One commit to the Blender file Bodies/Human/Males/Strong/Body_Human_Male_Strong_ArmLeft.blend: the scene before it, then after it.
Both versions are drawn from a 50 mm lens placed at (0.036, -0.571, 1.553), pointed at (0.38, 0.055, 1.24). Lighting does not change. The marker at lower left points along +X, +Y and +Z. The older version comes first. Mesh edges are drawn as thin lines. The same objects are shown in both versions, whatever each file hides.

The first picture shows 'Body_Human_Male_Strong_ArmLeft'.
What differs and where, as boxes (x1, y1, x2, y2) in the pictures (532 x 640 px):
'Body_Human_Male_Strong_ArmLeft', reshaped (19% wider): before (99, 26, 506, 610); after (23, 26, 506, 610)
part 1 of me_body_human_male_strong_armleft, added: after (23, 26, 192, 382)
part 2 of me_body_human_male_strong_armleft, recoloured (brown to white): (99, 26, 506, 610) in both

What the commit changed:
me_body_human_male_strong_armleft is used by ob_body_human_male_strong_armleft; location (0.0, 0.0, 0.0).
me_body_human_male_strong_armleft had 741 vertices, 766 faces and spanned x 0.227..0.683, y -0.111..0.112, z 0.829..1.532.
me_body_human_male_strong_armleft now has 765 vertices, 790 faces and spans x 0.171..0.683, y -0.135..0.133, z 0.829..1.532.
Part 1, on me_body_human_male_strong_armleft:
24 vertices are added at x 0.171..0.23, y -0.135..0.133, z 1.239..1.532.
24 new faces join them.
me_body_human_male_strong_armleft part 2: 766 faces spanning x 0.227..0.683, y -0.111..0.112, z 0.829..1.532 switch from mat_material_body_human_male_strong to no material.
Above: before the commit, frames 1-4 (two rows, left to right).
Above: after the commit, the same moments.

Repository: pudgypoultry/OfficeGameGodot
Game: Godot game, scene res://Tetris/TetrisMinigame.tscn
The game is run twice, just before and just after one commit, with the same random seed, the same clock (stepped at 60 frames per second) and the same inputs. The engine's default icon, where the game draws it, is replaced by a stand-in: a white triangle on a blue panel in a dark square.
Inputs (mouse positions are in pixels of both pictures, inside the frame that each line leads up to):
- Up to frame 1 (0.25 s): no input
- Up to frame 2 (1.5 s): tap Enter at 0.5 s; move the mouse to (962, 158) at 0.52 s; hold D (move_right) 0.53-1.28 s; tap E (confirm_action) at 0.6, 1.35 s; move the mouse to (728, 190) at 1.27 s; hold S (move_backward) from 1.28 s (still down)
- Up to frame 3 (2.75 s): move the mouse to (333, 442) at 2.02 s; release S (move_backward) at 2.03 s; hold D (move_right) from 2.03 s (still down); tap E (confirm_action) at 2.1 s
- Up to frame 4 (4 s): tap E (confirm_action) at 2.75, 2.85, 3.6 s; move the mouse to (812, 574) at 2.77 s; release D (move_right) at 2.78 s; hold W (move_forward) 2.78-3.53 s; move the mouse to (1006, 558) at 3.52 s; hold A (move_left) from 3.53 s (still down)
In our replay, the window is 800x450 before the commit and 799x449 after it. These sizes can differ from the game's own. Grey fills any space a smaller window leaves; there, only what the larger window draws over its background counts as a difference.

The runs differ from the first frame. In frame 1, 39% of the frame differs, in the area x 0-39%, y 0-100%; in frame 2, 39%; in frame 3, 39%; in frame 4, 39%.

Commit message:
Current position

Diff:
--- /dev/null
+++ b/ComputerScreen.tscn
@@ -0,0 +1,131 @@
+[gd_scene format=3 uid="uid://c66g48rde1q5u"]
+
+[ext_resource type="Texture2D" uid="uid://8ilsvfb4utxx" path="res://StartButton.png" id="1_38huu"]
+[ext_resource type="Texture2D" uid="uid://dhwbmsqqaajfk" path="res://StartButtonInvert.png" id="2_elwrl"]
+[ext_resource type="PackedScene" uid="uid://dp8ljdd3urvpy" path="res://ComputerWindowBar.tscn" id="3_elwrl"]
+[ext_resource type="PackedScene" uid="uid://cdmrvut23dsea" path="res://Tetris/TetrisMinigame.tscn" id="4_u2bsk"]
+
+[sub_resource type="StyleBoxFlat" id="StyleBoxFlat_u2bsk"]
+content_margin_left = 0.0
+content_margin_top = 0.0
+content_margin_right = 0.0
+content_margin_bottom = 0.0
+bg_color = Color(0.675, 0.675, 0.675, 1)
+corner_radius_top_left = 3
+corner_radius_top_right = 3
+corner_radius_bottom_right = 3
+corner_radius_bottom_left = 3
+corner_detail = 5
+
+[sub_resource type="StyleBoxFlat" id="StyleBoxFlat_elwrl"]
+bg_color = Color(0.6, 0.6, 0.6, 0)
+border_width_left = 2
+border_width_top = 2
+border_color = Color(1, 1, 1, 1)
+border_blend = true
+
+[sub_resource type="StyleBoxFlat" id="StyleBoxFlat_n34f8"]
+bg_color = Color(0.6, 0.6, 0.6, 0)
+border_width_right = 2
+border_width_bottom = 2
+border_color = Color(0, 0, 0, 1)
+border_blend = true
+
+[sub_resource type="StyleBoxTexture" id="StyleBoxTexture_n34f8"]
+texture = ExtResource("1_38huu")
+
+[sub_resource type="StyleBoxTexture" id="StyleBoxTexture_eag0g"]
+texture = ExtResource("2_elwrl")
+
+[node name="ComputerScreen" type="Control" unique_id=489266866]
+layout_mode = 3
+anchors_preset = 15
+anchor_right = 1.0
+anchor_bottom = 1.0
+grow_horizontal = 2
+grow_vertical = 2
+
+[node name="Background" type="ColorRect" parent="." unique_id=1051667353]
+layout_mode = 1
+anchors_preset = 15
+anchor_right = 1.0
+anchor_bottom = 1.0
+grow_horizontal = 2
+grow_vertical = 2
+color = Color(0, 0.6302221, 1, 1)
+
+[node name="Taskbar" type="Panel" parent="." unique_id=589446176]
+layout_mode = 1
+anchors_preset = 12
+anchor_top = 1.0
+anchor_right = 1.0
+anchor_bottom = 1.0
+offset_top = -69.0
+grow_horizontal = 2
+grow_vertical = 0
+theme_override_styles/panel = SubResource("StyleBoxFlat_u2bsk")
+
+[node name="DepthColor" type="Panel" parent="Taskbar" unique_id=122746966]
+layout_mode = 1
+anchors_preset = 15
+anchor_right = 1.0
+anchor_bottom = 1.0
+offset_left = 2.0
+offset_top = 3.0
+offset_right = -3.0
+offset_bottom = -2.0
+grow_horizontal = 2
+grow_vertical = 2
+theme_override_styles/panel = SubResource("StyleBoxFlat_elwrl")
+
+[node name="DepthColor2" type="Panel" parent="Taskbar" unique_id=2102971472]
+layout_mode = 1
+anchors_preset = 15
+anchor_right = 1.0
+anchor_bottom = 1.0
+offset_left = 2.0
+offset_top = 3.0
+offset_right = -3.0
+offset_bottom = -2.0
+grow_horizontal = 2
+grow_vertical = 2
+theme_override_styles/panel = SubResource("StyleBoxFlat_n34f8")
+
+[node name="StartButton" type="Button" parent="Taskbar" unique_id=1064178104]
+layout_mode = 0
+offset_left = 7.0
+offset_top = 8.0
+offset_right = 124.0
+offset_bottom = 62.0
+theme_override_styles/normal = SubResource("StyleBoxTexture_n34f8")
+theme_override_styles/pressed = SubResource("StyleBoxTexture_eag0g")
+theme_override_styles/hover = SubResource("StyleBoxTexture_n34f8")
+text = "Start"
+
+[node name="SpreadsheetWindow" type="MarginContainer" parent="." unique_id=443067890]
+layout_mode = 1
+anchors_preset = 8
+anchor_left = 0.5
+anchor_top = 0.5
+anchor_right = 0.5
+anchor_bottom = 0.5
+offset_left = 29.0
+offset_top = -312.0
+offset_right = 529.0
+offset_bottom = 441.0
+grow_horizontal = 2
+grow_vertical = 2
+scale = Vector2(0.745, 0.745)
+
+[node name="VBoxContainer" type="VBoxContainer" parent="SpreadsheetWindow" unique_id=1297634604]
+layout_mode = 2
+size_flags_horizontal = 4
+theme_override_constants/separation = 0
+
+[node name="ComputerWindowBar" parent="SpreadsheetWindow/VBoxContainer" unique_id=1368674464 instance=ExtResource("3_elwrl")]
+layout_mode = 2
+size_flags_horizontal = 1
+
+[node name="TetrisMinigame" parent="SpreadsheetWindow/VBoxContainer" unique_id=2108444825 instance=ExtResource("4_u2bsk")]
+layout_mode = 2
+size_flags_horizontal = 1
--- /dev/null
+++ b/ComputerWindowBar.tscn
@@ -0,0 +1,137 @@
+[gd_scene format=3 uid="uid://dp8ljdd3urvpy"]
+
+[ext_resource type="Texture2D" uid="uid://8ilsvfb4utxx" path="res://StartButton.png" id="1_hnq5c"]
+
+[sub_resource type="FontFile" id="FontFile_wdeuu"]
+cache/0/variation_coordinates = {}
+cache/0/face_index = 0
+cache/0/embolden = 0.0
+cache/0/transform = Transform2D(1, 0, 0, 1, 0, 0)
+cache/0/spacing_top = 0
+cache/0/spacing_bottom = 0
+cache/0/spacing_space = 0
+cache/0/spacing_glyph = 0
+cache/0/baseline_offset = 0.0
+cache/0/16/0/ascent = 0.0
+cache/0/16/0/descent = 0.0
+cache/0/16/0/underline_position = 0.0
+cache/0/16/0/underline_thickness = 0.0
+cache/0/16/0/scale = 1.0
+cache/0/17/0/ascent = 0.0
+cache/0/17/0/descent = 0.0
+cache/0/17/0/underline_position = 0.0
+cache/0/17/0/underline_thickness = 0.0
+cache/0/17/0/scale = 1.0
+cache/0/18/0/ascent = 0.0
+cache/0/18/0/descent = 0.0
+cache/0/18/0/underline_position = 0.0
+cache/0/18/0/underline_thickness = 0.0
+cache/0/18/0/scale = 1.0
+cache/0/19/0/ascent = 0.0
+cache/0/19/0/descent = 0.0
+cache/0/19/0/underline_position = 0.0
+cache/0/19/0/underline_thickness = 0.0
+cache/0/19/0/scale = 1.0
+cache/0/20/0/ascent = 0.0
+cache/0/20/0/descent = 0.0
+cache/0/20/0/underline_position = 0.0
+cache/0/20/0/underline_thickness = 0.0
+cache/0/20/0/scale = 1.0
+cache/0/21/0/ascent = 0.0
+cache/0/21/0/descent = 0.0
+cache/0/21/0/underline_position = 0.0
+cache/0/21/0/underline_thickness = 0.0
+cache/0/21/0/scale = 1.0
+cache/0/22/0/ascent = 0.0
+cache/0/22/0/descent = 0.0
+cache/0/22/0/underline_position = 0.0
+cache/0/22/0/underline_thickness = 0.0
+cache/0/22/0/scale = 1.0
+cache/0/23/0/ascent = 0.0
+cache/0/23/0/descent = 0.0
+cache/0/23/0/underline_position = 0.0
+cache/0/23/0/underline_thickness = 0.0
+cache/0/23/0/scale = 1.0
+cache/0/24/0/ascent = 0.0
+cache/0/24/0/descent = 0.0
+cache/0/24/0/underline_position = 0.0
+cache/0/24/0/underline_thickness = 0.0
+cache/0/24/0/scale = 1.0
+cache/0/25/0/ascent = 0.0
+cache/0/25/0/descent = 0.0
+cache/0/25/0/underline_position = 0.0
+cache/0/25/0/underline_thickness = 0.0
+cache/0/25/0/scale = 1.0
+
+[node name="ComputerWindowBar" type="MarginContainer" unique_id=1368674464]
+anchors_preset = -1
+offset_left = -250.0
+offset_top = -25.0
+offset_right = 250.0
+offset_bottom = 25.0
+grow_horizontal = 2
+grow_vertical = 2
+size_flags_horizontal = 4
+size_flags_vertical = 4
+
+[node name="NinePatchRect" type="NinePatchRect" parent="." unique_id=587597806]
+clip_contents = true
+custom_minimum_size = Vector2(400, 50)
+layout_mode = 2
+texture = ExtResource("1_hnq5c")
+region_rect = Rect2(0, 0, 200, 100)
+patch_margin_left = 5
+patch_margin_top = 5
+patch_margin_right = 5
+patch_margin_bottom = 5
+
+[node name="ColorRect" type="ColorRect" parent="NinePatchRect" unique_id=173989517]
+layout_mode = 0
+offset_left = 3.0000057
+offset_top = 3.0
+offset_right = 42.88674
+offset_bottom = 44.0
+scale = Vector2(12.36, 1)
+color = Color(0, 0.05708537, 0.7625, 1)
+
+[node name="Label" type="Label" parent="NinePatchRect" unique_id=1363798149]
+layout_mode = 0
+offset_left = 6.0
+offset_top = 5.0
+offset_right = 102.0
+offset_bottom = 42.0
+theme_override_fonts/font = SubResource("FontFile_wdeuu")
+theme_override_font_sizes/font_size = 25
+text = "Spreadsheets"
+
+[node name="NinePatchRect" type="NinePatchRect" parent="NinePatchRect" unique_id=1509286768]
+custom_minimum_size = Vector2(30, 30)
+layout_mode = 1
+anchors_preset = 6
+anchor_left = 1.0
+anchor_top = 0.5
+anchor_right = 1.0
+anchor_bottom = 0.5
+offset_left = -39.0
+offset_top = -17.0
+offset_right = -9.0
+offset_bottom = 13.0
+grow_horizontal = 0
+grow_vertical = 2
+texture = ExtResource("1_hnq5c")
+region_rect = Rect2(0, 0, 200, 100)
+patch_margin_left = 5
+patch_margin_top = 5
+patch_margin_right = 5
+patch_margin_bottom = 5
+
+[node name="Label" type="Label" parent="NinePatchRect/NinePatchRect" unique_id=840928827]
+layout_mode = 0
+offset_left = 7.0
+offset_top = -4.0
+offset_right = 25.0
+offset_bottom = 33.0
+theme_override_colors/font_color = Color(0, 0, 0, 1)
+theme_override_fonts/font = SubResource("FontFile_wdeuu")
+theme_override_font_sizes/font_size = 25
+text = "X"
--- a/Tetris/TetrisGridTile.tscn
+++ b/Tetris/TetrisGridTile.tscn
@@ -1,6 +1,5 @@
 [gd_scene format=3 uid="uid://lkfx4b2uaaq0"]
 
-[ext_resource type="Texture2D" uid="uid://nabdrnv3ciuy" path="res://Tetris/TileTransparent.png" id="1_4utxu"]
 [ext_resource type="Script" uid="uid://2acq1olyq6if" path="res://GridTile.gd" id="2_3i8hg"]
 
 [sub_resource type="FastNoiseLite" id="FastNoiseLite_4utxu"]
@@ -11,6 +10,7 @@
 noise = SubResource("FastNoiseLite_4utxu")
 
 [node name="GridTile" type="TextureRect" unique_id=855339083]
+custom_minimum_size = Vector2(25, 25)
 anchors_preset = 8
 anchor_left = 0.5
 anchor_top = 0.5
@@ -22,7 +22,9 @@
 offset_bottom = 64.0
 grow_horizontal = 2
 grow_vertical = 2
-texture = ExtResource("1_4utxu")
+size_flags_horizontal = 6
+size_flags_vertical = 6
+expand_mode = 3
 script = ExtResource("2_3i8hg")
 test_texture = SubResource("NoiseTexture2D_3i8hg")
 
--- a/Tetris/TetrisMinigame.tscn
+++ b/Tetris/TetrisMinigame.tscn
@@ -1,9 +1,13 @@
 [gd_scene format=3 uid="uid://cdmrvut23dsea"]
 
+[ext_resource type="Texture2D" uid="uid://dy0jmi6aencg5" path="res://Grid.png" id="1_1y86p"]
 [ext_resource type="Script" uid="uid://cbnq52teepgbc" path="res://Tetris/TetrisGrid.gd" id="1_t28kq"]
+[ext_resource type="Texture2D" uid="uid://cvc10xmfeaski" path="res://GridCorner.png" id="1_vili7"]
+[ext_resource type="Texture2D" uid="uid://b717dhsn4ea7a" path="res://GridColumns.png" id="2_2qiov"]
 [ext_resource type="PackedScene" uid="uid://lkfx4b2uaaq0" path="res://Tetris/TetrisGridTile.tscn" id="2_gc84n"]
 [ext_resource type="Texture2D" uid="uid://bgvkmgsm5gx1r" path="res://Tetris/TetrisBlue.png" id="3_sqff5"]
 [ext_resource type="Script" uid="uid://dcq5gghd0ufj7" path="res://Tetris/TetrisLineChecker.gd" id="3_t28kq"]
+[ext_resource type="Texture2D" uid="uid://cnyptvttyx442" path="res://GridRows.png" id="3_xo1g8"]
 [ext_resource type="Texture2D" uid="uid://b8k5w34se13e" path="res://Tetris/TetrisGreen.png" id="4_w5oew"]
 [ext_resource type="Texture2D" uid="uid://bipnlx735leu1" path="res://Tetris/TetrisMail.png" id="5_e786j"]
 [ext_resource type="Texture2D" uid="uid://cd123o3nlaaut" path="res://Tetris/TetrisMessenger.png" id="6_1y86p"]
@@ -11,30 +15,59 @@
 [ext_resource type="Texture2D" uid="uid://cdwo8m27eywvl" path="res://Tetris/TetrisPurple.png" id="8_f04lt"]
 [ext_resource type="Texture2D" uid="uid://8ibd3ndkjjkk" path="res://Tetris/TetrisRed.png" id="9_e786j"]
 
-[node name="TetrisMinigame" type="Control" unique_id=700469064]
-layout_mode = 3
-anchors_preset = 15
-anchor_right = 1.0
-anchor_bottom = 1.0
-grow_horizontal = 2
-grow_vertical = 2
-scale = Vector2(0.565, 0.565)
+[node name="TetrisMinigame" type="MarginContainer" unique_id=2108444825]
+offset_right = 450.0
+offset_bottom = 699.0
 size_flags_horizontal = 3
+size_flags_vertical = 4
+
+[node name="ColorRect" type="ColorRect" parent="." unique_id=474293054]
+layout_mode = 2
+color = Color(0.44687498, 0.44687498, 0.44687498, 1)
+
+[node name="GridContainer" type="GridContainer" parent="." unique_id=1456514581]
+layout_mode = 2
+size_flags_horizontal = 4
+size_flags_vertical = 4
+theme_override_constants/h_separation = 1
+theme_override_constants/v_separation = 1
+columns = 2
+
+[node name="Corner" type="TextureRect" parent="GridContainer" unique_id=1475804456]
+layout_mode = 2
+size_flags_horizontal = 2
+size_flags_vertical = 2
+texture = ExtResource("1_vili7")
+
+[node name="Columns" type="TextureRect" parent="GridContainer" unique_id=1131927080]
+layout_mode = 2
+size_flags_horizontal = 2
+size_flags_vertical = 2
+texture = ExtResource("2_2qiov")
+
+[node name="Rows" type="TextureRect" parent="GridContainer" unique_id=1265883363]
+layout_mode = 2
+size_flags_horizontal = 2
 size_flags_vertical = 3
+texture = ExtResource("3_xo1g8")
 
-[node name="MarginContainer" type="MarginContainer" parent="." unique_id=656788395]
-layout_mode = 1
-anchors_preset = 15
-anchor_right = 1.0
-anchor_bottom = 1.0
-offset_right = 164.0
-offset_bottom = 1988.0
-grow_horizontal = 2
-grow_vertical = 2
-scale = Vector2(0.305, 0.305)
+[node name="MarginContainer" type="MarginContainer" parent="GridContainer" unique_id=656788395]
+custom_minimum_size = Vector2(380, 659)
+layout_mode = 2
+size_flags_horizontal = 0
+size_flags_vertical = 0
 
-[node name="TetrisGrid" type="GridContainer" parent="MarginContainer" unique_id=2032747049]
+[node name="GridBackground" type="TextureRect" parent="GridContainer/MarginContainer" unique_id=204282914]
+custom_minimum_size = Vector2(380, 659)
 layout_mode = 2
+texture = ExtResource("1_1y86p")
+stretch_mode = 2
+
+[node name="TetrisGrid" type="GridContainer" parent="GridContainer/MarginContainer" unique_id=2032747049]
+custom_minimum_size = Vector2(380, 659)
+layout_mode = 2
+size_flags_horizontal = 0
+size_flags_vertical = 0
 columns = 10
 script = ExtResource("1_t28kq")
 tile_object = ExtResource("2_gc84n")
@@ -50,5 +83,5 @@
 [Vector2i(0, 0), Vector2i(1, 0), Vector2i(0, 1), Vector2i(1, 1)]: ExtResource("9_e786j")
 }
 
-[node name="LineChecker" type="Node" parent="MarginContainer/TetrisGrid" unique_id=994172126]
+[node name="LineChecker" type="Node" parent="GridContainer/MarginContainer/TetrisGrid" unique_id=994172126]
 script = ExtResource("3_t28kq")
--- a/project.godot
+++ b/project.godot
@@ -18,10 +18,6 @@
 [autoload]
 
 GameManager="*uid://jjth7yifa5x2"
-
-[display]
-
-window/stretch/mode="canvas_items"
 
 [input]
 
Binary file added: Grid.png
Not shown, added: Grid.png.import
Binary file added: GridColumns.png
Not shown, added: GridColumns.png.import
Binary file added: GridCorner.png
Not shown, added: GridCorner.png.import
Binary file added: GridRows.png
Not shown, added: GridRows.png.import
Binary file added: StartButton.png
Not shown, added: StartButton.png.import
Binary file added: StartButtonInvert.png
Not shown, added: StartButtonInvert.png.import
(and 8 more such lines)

_Work instructions_. Scan the listing for "vertices" and copy out each line that has it.

_Solution to this exercise_.
me_body_human_male_strong_armleft had 741 vertices, 766 faces and spanned x 0.227..0.683, y -0.111..0.112, z 0.829..1.532.
me_body_human_male_strong_armleft now has 765 vertices, 790 faces and spans x 0.171..0.683, y -0.135..0.133, z 0.829..1.532.
24 vertices are added at x 0.171..0.23, y -0.135..0.133, z 1.239..1.532.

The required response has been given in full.